> ACTIVITY
Look through the lines below and extract any with the word "pptx".

> Extracted data entries
__________

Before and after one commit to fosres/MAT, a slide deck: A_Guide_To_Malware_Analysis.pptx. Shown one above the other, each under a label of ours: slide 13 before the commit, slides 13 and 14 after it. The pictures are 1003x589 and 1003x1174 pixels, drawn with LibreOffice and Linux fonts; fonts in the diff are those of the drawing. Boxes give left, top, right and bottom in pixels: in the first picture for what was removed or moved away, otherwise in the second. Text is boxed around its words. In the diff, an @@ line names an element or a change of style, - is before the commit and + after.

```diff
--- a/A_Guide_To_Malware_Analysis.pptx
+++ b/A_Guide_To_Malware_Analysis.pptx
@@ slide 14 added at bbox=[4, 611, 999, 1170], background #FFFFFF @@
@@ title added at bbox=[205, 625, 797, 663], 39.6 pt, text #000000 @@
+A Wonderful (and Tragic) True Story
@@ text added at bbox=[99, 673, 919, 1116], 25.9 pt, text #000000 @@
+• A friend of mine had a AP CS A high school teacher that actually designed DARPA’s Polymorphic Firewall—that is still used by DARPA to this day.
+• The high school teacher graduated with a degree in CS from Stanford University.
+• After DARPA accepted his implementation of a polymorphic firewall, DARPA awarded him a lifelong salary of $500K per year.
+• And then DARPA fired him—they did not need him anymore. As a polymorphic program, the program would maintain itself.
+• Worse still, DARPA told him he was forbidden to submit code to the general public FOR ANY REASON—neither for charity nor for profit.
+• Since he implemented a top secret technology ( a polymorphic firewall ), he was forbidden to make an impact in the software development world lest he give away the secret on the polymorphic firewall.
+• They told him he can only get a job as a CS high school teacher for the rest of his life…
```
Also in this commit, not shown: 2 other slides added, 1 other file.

__________

> ANSWER BOX
Before and after one commit to fosres/MAT, a slide deck: A_Guide_To_Malware_Analysis.pptx. Shown one above the other, each under a label of ours: slide 13 before the commit, slides 13 and 14 after it. The pictures are 1003x589 and 1003x1174 pixels, drawn with LibreOffice and Linux fonts; fonts in the diff are those of the drawing. Boxes give left, top, right and bottom in pixels: in the first picture for what was removed or moved away, otherwise in the second. Text is boxed around its words. In the diff, an @@ line names an element or a change of style, - is before the commit and + after.
--- a/A_Guide_To_Malware_Analysis.pptx
+++ b/A_Guide_To_Malware_Analysis.pptx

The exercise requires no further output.